Equations for Good Writing
I spent a lot of years thinking about writing. Talking about writing. Reading about writing (just like you are right now), which led to some of the best advice I’ve gotten: at some point you need to stop talking about it and just write.
“Just write, Karen, and I’ll take care of the rest.” (That’s what the still small voice whispered.) So, years later, I did. With much encouragement and admonishment from tolerant friends and the world around me, I picked up my pen believing the words and stories would finally spill forth unchecked (having worked up such a froth in my head). I thought I might actually be stunned by how easy it was–by the sheer joy of the starting the real process of writing! (I’m an optimist, if you haven’t guessed already).
So, so wrong.
It’s “W.O.R.K.” Hmm, a four letter word. Curious.
I’m a mutt: 80% German, 15% North American Indian, and maybe 5% Scottish (one can dream), so harnessing the spirit or vision or story inside with dogged determination is my go-to equation for the a fore mentioned bad word. This serves me well as a writer, but at an early point I had to admit that, while I was willing to mine the diamond out of my soul, I wanted someone else to set it in platinum. Someone else to shine it up. To give it value. Tell me its worth.
Well, that’s the funny thing about writing–about any kind of art, for that matter. The diamond can’t be found if you don’t know it’s there, and then go digging around for it. You need to have the tools, good lighting, and some caffeine to prop you up along the way. Then what do you do once you bring it out into the air? What a shock! This thing, which the world is willing to spend big money on just to hold it up to the light, is not ready for the world. It is a diamond, yes, but it’s dirty, lacks form and clarity, and is not very different from any other diamond. It could shine, but it doesn’t yet. All that effort to get to this point to realize that the real work is just beginning? I could go on with the analogy, but if you’ve stuck with me this far, I think you get it.
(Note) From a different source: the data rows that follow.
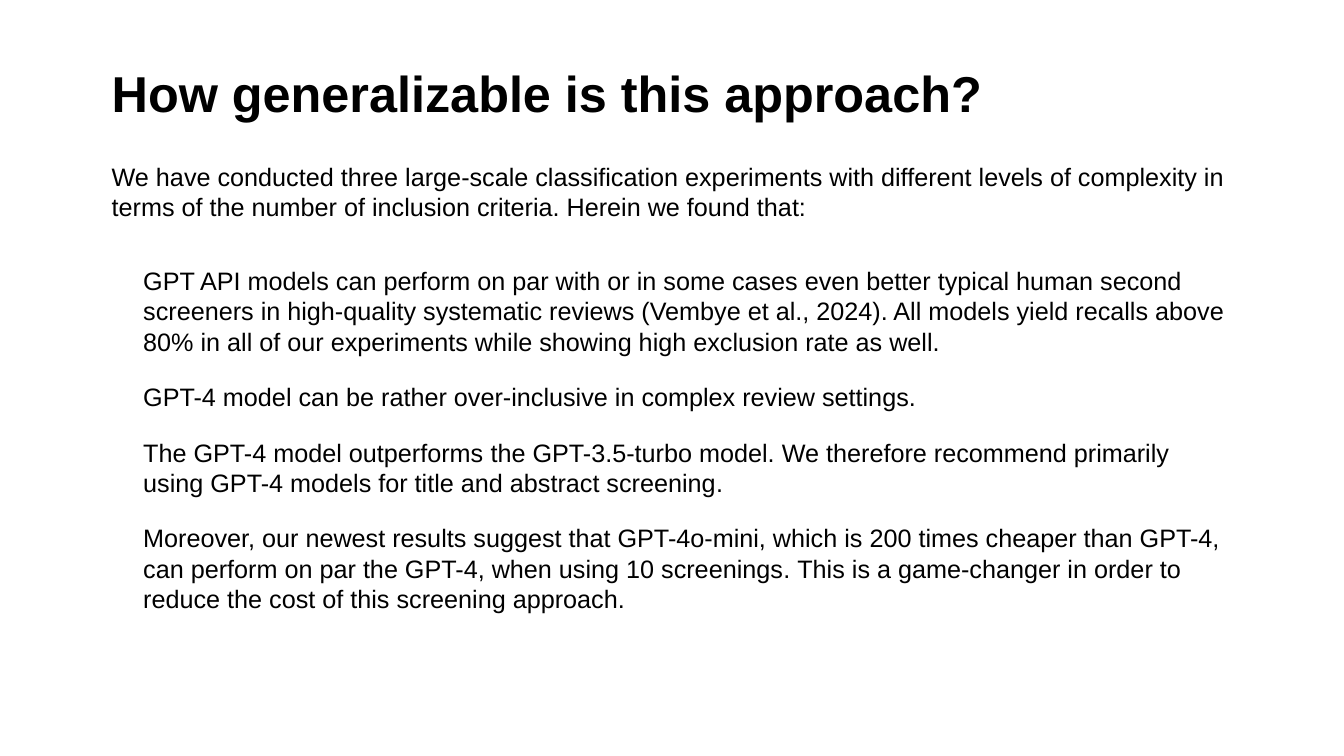
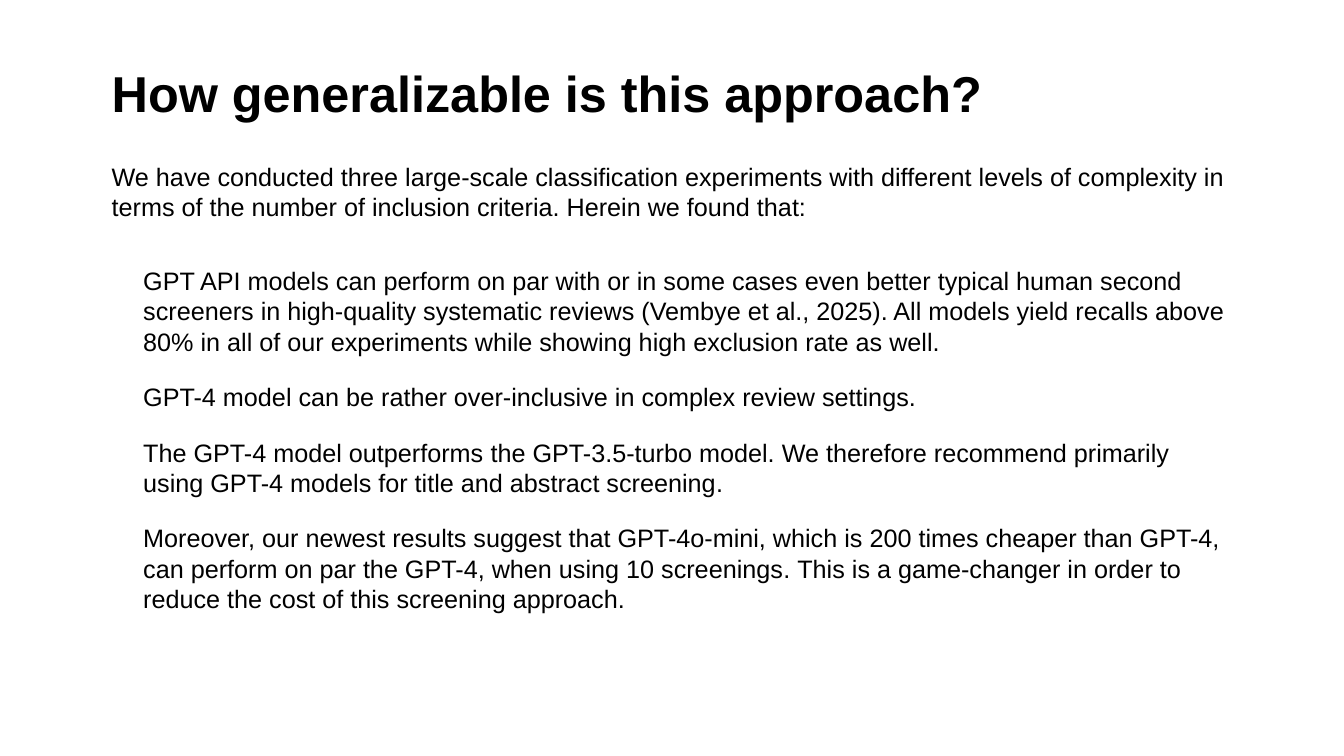
Before and after one commit to MikkelVembye/IRM2026, a slide deck: slide 10 of screen-with-gpt-models.pptx (slide 9 before the commit). Drawn at 1344x756 pixels with LibreOffice and Linux fonts; fonts in the diff are those of the drawing; background and template pictures are left out. Boxes give left, top, right and bottom in pixels: in the first picture for what was removed or moved away, otherwise in the second. Text is boxed around its words. In the diff, an @@ line names an element or a change of style, - is before the commit and + after.

```diff
--- a/screen-with-gpt-models.pptx
+++ b/screen-with-gpt-models.pptx
@@ text at bbox=[143, 271, 1224, 356]: text changed @@
-• GPT API models can perform on par with or in some cases even better typical human second screeners in high-quality systematic reviews (Vembye et al., 2024). All models yield recalls above 80% in all of our experiments while showing high exclusion rate as well.
+• GPT API models can perform on par with or in some cases even better typical human second screeners in high-quality systematic reviews (Vembye et al., 2025). All models yield recalls above 80% in all of our experiments while showing high exclusion rate as well.
```
Also in this commit, not shown: 10 other slides changed, 1 slide added, 35 other files.
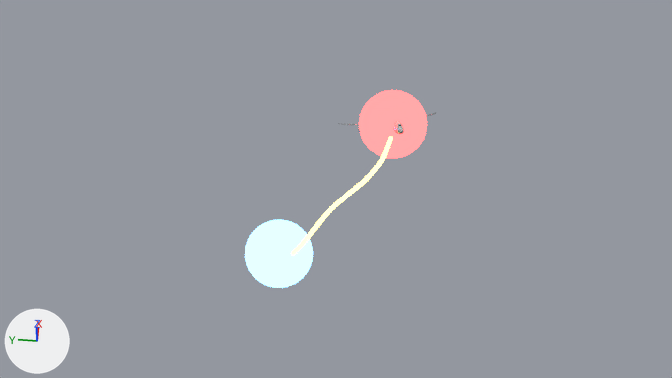
Before and after pictures for a commit that changed the Blender file Untitled.blend.
One viewpoint serves both versions: the file's camera 'Camera_T3'. Lighting does not change. The marker at lower left points along +X, +Y and +Z. The first picture is the older version.

Names of what the first picture shows: 'FlightRoute', 'Marker_Dest', 'Marker_Origin' and 1 more.
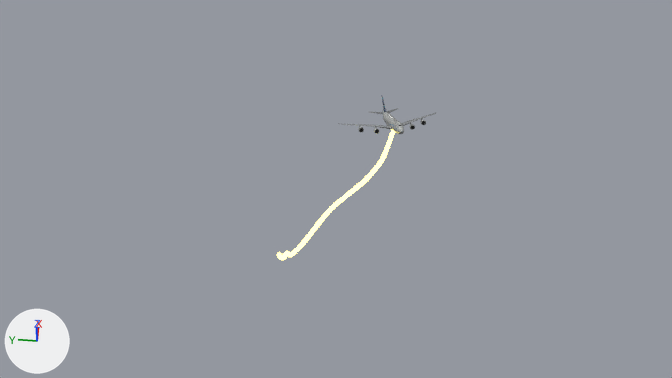
The edits, one by one:
Object 'Marker_Origin' (ob_marker_origin) is deleted.
Object 'Marker_Dest' (ob_marker_dest) is deleted.

Where the change shows, as pixel boxes (x1, y1, x2, y2) in the pictures (672 x 378 px):
'Marker_Dest', deleted: before (245, 220, 313, 288)
'Marker_Origin', deleted (red): before (359, 90, 427, 158)
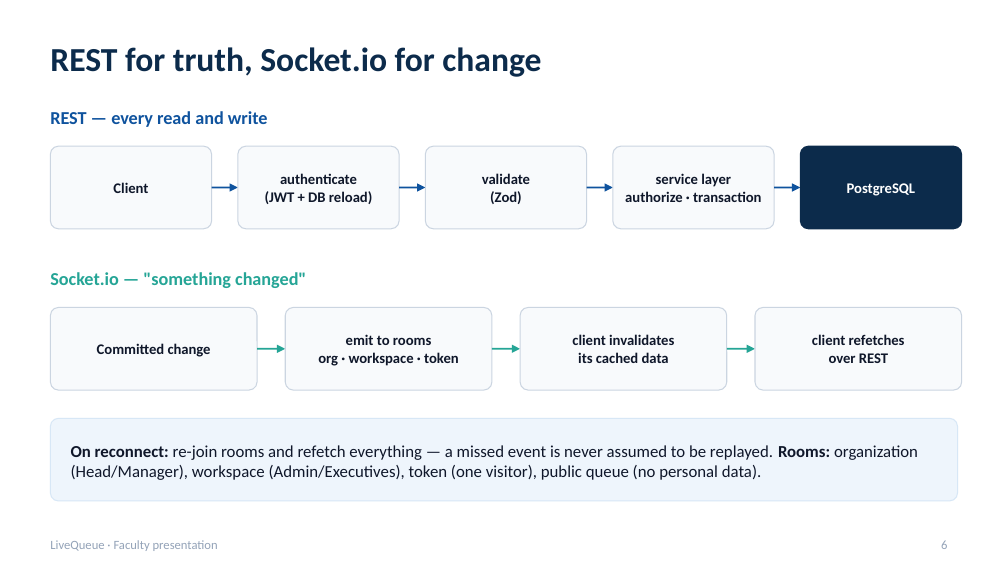
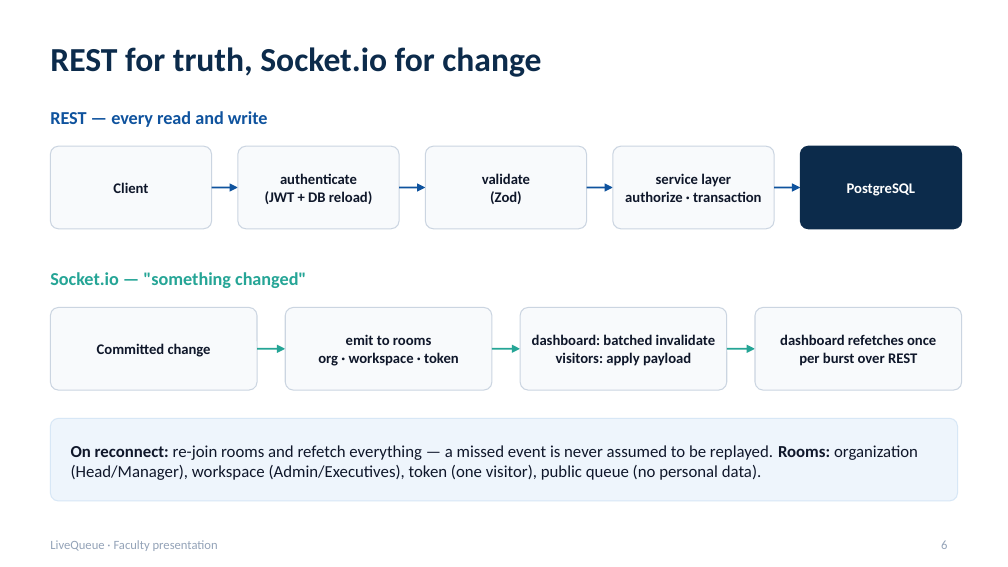
Before and after one commit to TMAn1An/LiveQueueApp, a slide deck: slide 6 of docs/presentation/LiveQueue_Production_Presentation.pptx. Drawn at 1008x567 pixels with LibreOffice and Linux fonts; fonts in the diff are those of the drawing. Boxes give left, top, right and bottom in pixels: in the first picture for what was removed or moved away, otherwise in the second. Text is boxed around its words. In the diff, an @@ line names an element or a change of style, - is before the commit and + after.

```diff
--- a/docs/presentation/LiveQueue_Production_Presentation.pptx
+++ b/docs/presentation/LiveQueue_Production_Presentation.pptx
@@ text at bbox=[532, 334, 715, 366]: text changed @@
-client invalidates
-its cached data
+dashboard: batched invalidate
+visitors: apply payload
@@ text at bbox=[780, 334, 936, 366]: text changed @@
-client refetches
-over REST
+dashboard refetches once
+per burst over REST
```
Also in this commit, not shown: 12 other slides changed, 6 other files.
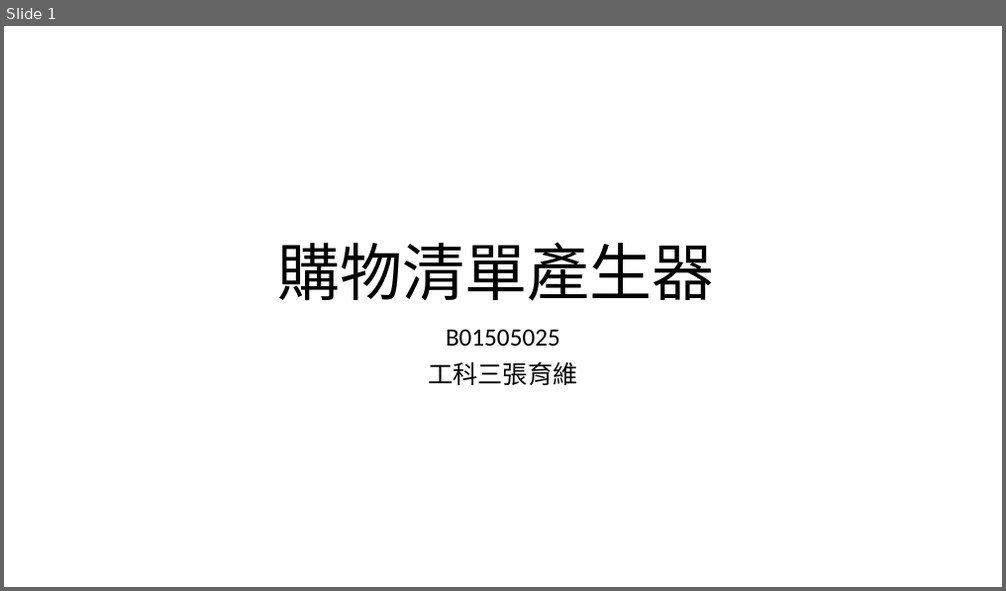
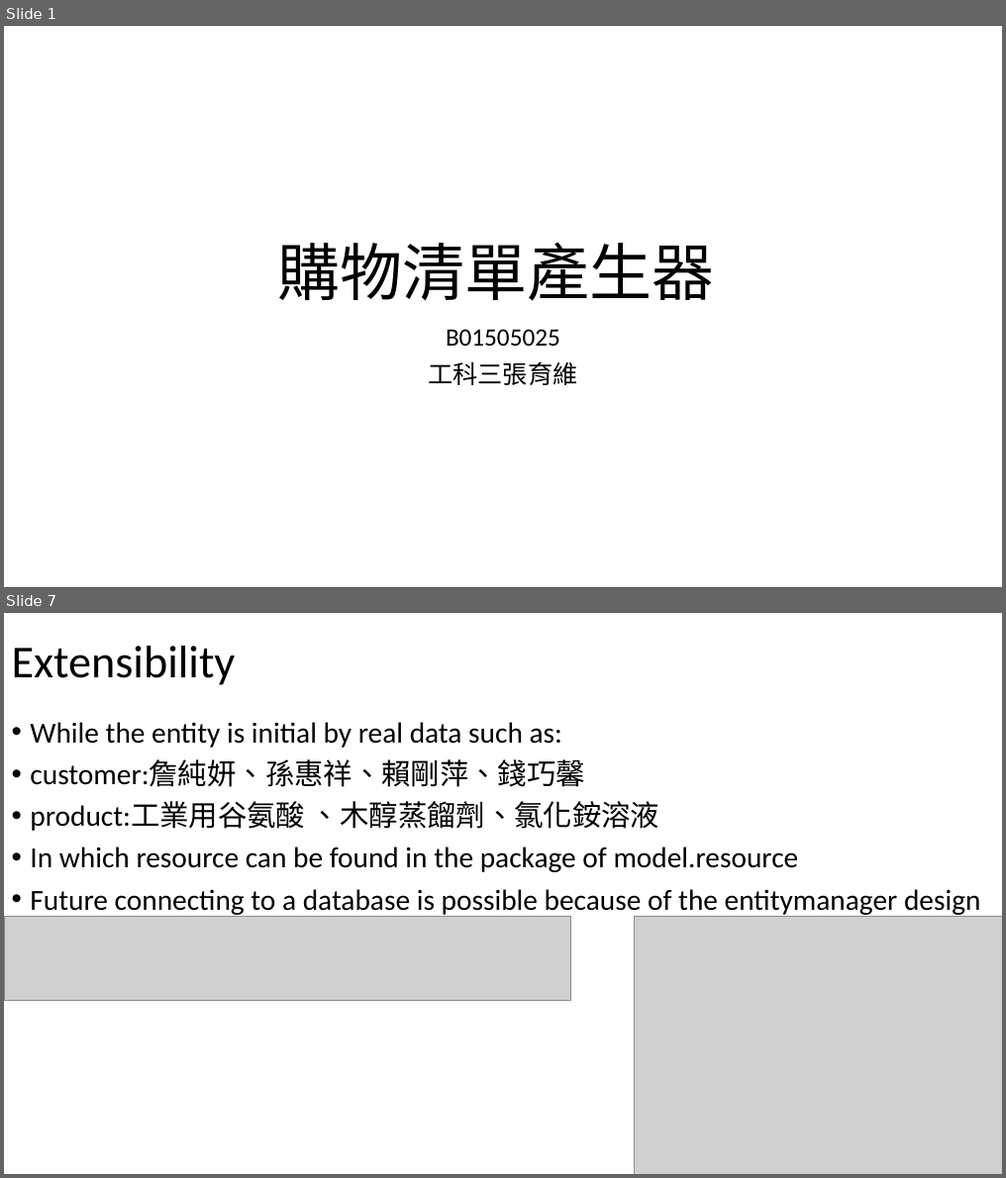
Before and after one commit to ernie55ernie/ShoppingCart, a slide deck: DM_PJ01_Counting.pptx. Shown one above the other, each under a label of ours: slide 1 before the commit, slides 1 and 7 after it; the slides between them are not shown. The pictures are 1006x591 and 1006x1178 pixels, drawn with LibreOffice and Linux fonts; fonts in the diff are those of the drawing; grey boxes stand for pictures. Boxes give left, top, right and bottom in pixels: in the first picture for what was removed or moved away, otherwise in the second. Text is boxed around its words. In the diff, an @@ line names an element or a change of style, - is before the commit and + after.

Commit message:
Move combination of customers and shopping list in enumeraiton class

```diff
--- a/DM_PJ01_Counting.pptx
+++ b/DM_PJ01_Counting.pptx
@@ slide 7 added at (x1=4, y1=613, x2=1002, y2=1174), background #FFFFFF @@
@@ title added at (x1=12, y1=646, x2=236, y2=685), 44 pt, text #000000 @@
+Extensibility
@@ text added at (x1=30, y1=722, x2=981, y2=917), 28 pt, text #000000 @@
+• While the entity is initial by real data such as:
+• customer:詹純妍、孫惠祥、賴剛萍、錢巧馨
+• product:工業用谷氨酸 、木醇蒸餾劑、氯化銨溶液
+• In which resource can be found in the package of model.resource
+• Future connecting to a database is possible because of the entitymanager design
@@ picture added at (x1=4, y1=916, x2=570, y2=1001) @@
@@ picture added at (x1=635, y1=916, x2=1002, y2=1174) @@
```
Also in this commit, not shown: 4 slides changed, 2 other slides added, 7 other files.
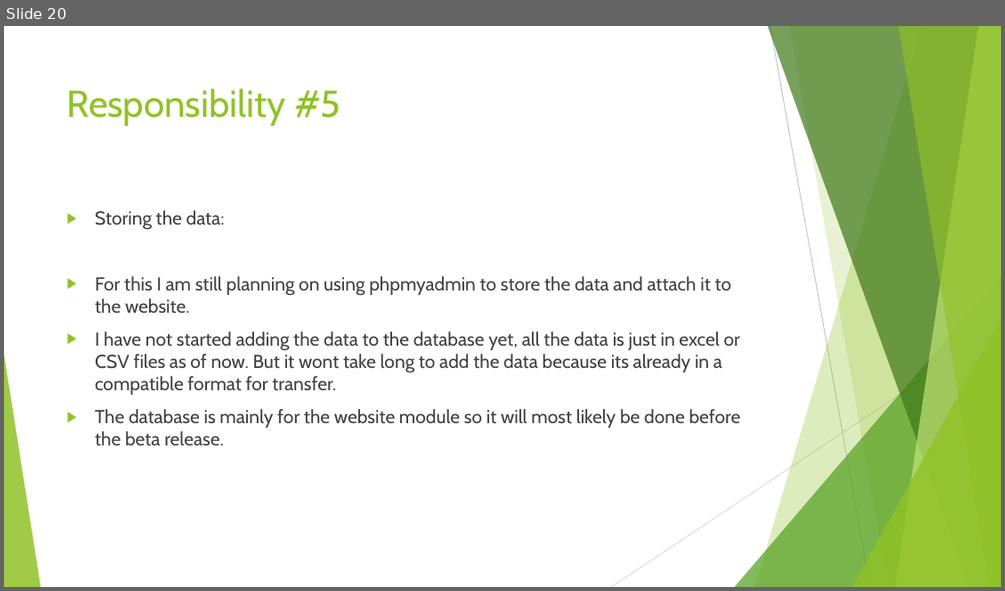
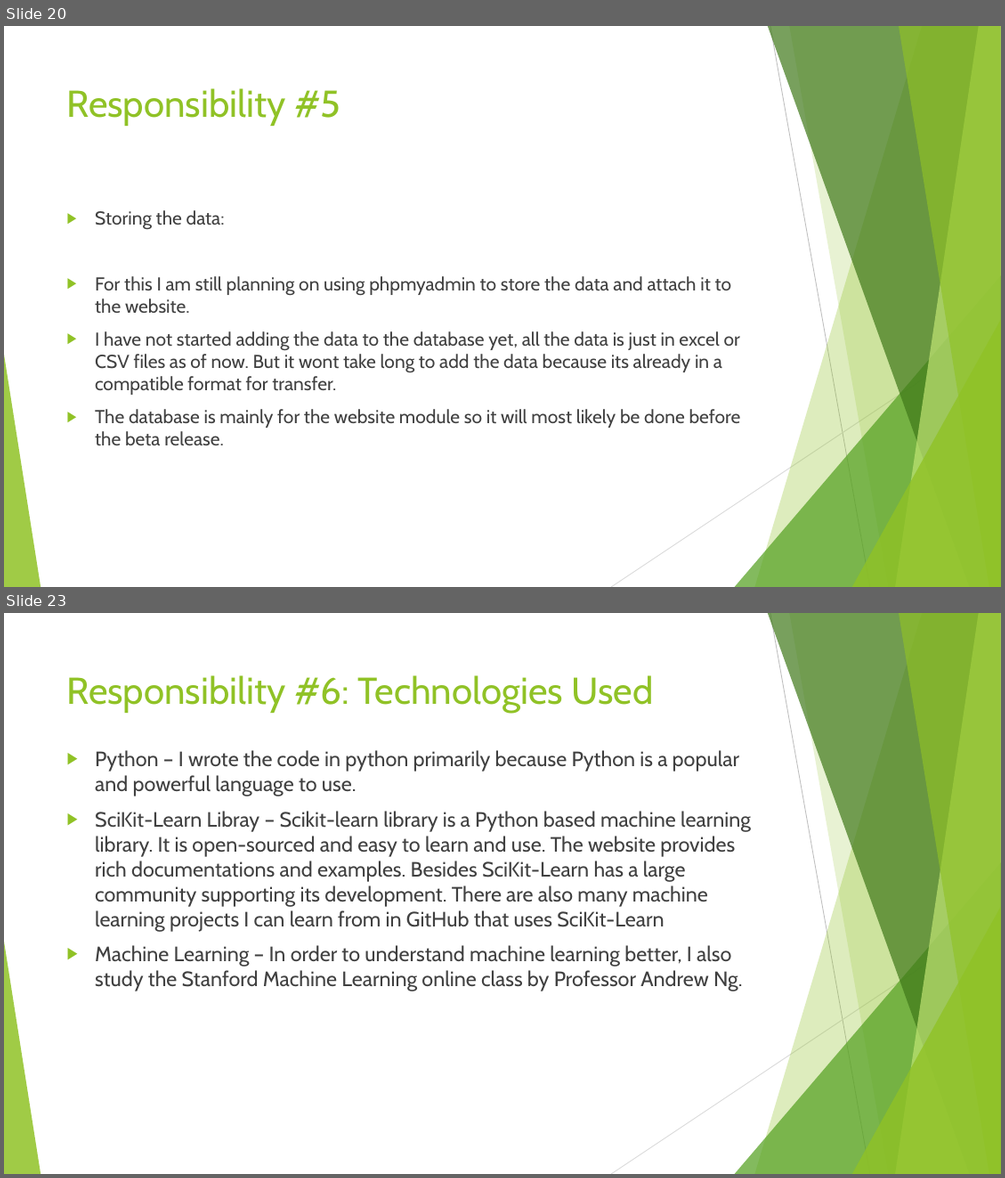
Before and after one commit to AlexDCraig/senior-capstone-project, a slide deck: progressReportWinterTerm/AlexHofferWinterTermProgReport.pptx. Shown one above the other, each under a label of ours: slide 20 before the commit, slides 20 and 23 after it; the slides between them are not shown. The pictures are 1005x591 and 1005x1178 pixels, drawn with LibreOffice and Linux fonts; fonts in the diff are those of the drawing. Boxes give left, top, right and bottom in pixels: in the first picture for what was removed or moved away, otherwise in the second. Text is boxed around its words. In the diff, an @@ line names an element or a change of style, - is before the commit and + after.

```diff
--- a/progressReportWinterTerm/AlexHofferWinterTermProgReport.pptx
+++ b/progressReportWinterTerm/AlexHofferWinterTermProgReport.pptx
@@ slide 23 added at (4,613,1001,1174), background #FFFFFF; not listed: 10 template elements that a slide beside it also shows @@
@@ title added at (67,675,653,713), 36 pt, text #90C226 @@
+Responsibility #6: Technologies Used
@@ text added at (95,750,751,991), 20 pt, text #404040 @@
+▶ Python – I wrote the code in python primarily because Python is a popular and powerful language to use.
+▶ SciKit-Learn Libray – Scikit-learn library is a Python based machine learning library. It is open-sourced and easy to learn and use. The website provides rich documentations and examples. Besides SciKit-Learn has a large community supporting its development. There are also many machine learning projects I can learn from in GitHub that uses SciKit-Learn
+▶ Machine Learning – In order to understand machine learning better, I also study the Stanford Machine Learning online class by Professor Andrew Ng.
```
Also in this commit, not shown: 1 slide changed, 3 other slides added.

I’m not very mathematical, but here are few equatial (I beg you to let me make this an adjective) ideas. And let me add the disclaimer that there is no new advice under the sun, only new ways to express it. I offer whatever I know about writing more as an heirloom or gift to pass on:
If you want to write: You must read what others have slaved to put on paper + Choose something similar in shape to the story or idea rolling around inside your own head + (Examine it. Ponder it. Take it slice by slice or eat it whole, no matter.) = Your Good Words on Paper. Variable: if you don’t read because you don’t have time, then, quite simply, you don’t have time to write.
If you can’t carve (or hack) out time to read, then how will you carve out time to write? Oh, Agonizing Patience That Craft Requires, why do you elude me?
Yes, it’s that simple. You read, then you write, you read, then you write. This is advice from my former, esteemed professor, and from Stephen King, and from–well, I can’t think of anyone else, but that’s enough for me and I know it’s true.
Let me risk repeating myself with a snappy word problem: Make time to read some good stuff, then stop reading and start writing. When you get stuck (sometimes known as the fallacy, “writer’s block”), read some more, then write some more. If you don’t write, you won’t have anything to re-write–and rewriting is polishing. Eventually, you WILL have a diamond. If you don’t read, then what will you have? (The answer is “D, None of the above.”)
If you are holding the diamond in your palm and you polish long enough, with enough determination and perseverance and encouragement (the proportions are likely connected to your DNA), you will uncover the shine. Period.
Then you won’t need someone to set it in platinum. Or put a monetary value on it or tell the world its worth. You will know it. It will be because you formed it: tangible and unique and beautiful, fashioned out of the wonder of your heart, the curiosity of your mind, the truth of your experience. And from your beliefs and eyes and ears and skin…something priceless.
Lastly, you go belly up, all paws in the air, stare at the sun and clouds for a spell, then put your hardhat back on your head, kick up a jig and start digging again. If you are an optimist like me, you are sure beyond a shadow that it will be easier the next time (insert smirk). Ah, the life of a writing writer.
So, time to stop reading about writing and just write. (But only after you read!)